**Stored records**
◆ ◆ ◆ ◆

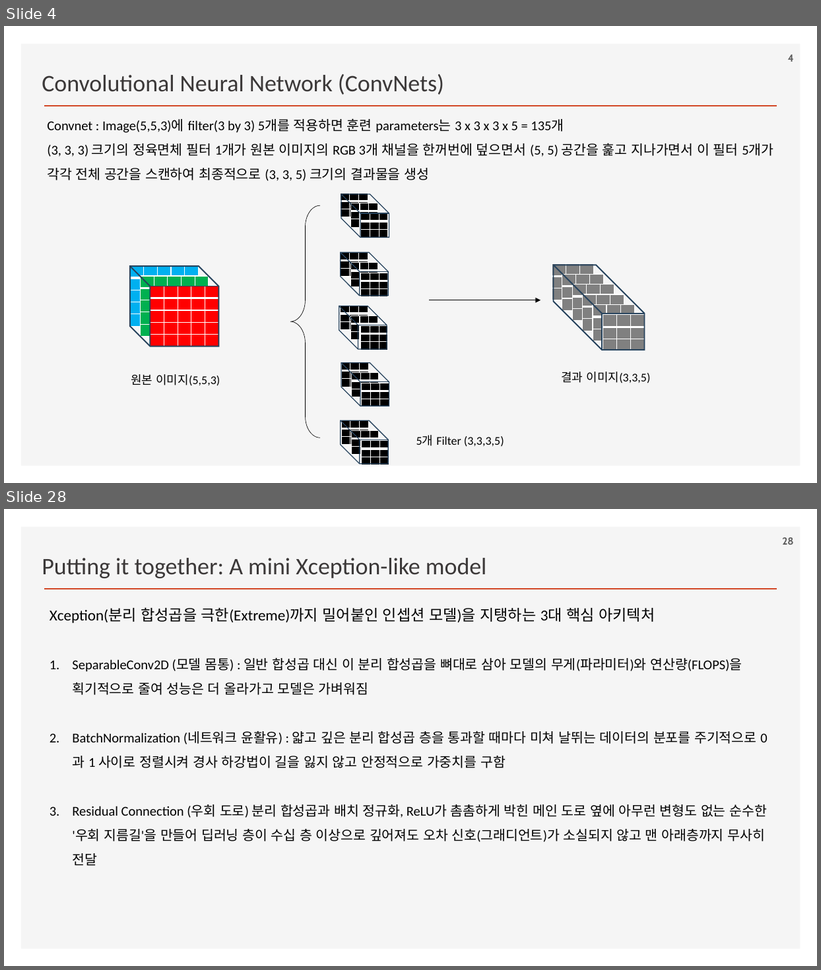
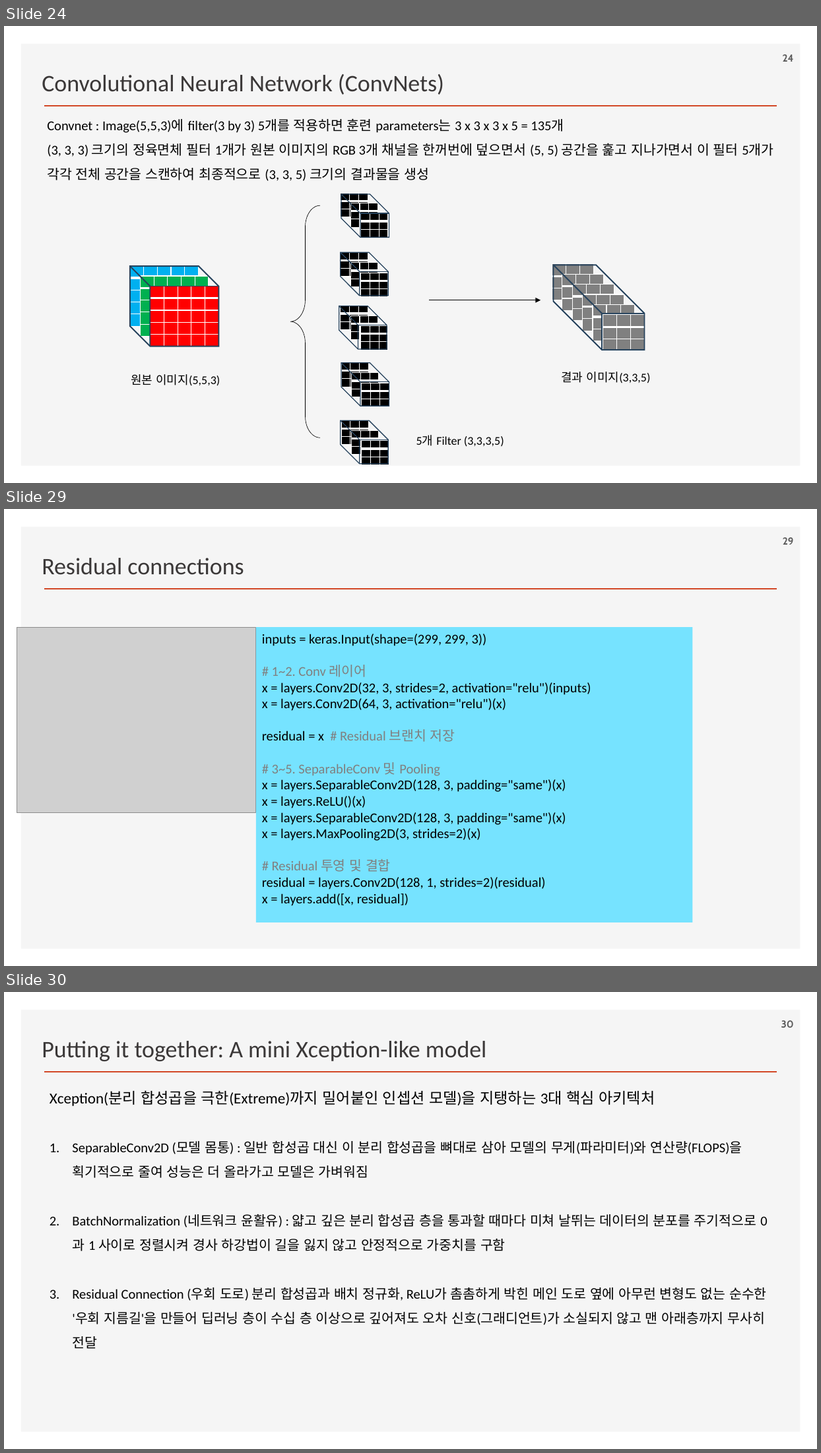
Before and after one commit to ancestor9/2026_Fall_Deep-Learning-with-Python, a slide deck: Chapter 09 ConvNet architecture patterns.pptx. Shown one above the other, each under a label of ours: slides 4 and 28 before the commit, slides 24, 29 and 30 after it; the slides between them are not shown. The pictures are 821x970 and 821x1453 pixels, drawn with LibreOffice and Linux fonts; fonts in the diff are those of the drawing; grey boxes stand for pictures; background and template pictures are left out. Boxes give left, top, right and bottom in pixels: in the first picture for what was removed or moved away, otherwise in the second. Text is boxed around its words. In the diff, an @@ line names an element or a change of style, - is before the commit and + after.

```diff
--- a/Chapter 09 ConvNet architecture patterns.pptx
+++ b/Chapter 09 ConvNet architecture patterns.pptx
@@ slide 29 added at (x1=4, y1=509, x2=817, y2=966), background #FFFFFF; not listed: 2 template elements that a slide beside it also shows @@
@@ page number added at (x1=783, y1=537, x2=794, y2=545), 12 pt, text #595959, bold @@
+29
@@ text added at (x1=42, y1=558, x2=244, y2=575), 28 pt, text #3B3838 @@
+Residual connections
@@ picture added at (x1=17, y1=627, x2=256, y2=813) @@
@@ rectangle added at (x1=256, y1=627, x2=692, y2=923), fill #76E3FF, 16 pt, text #000000 @@
+inputs = keras.Input(shape=(299, 299, 3))
+# 1~2. Conv 레이어
+x = layers.Conv2D(32, 3, strides=2, activation="relu")(inputs)
+x = layers.Conv2D(64, 3, activation="relu")(x)
+residual = x # Residual 브랜치 저장
+# 3~5. SeparableConv 및 Pooling
+x = layers.SeparableConv2D(128, 3, padding="same")(x)
+x = layers.ReLU()(x)
+x = layers.SeparableConv2D(128, 3, padding="same")(x)
+x = layers.MaxPooling2D(3, strides=2)(x)
+# Residual 투영 및 결합
+residual = layers.Conv2D(128, 1, strides=2)(residual)
+x = layers.add([x, residual])
@@ what was slide 4 is now slide 24 @@
@@ page number at (x1=783, y1=54, x2=794, y2=62): text changed @@
-4
+24
@@ what was slide 28 is now slide 30 @@
@@ page number at (x1=781, y1=1020, x2=794, y2=1028): text changed @@
-28
+30
```
Also in this commit, not shown: 6 slides changed, 7 other slides added, 1 other file.

◆ ◆ ◆ ◆

**BRIEF**
Exact reproduction of the entries above is required, with pictures excluded.

**REPLY**
Before and after one commit to ancestor9/2026_Fall_Deep-Learning-with-Python, a slide deck: Chapter 09 ConvNet architecture patterns.pptx. Shown one above the other, each under a label of ours: slides 4 and 28 before the commit, slides 24, 29 and 30 after it; the slides between them are not shown. The pictures are 821x970 and 821x1453 pixels, drawn with LibreOffice and Linux fonts; fonts in the diff are those of the drawing; grey boxes stand for pictures; background and template pictures are left out. Boxes give left, top, right and bottom in pixels: in the first picture for what was removed or moved away, otherwise in the second. Text is boxed around its words. In the diff, an @@ line names an element or a change of style, - is before the commit and + after.

```diff
--- a/Chapter 09 ConvNet architecture patterns.pptx
+++ b/Chapter 09 ConvNet architecture patterns.pptx
@@ slide 29 added at (x1=4, y1=509, x2=817, y2=966), background #FFFFFF; not listed: 2 template elements that a slide beside it also shows @@
@@ page number added at (x1=783, y1=537, x2=794, y2=545), 12 pt, text #595959, bold @@
+29
@@ text added at (x1=42, y1=558, x2=244, y2=575), 28 pt, text #3B3838 @@
+Residual connections
@@ picture added at (x1=17, y1=627, x2=256, y2=813) @@
@@ rectangle added at (x1=256, y1=627, x2=692, y2=923), fill #76E3FF, 16 pt, text #000000 @@
+inputs = keras.Input(shape=(299, 299, 3))
+# 1~2. Conv 레이어
+x = layers.Conv2D(32, 3, strides=2, activation="relu")(inputs)
+x = layers.Conv2D(64, 3, activation="relu")(x)
+residual = x # Residual 브랜치 저장
+# 3~5. SeparableConv 및 Pooling
+x = layers.SeparableConv2D(128, 3, padding="same")(x)
+x = layers.ReLU()(x)
+x = layers.SeparableConv2D(128, 3, padding="same")(x)
+x = layers.MaxPooling2D(3, strides=2)(x)
+# Residual 투영 및 결합
+residual = layers.Conv2D(128, 1, strides=2)(residual)
+x = layers.add([x, residual])
@@ what was slide 4 is now slide 24 @@
@@ page number at (x1=783, y1=54, x2=794, y2=62): text changed @@
-4
+24
@@ what was slide 28 is now slide 30 @@
@@ page number at (x1=781, y1=1020, x2=794, y2=1028): text changed @@
-28
+30
```
Also in this commit, not shown: 6 slides changed, 7 other slides added, 1 other file.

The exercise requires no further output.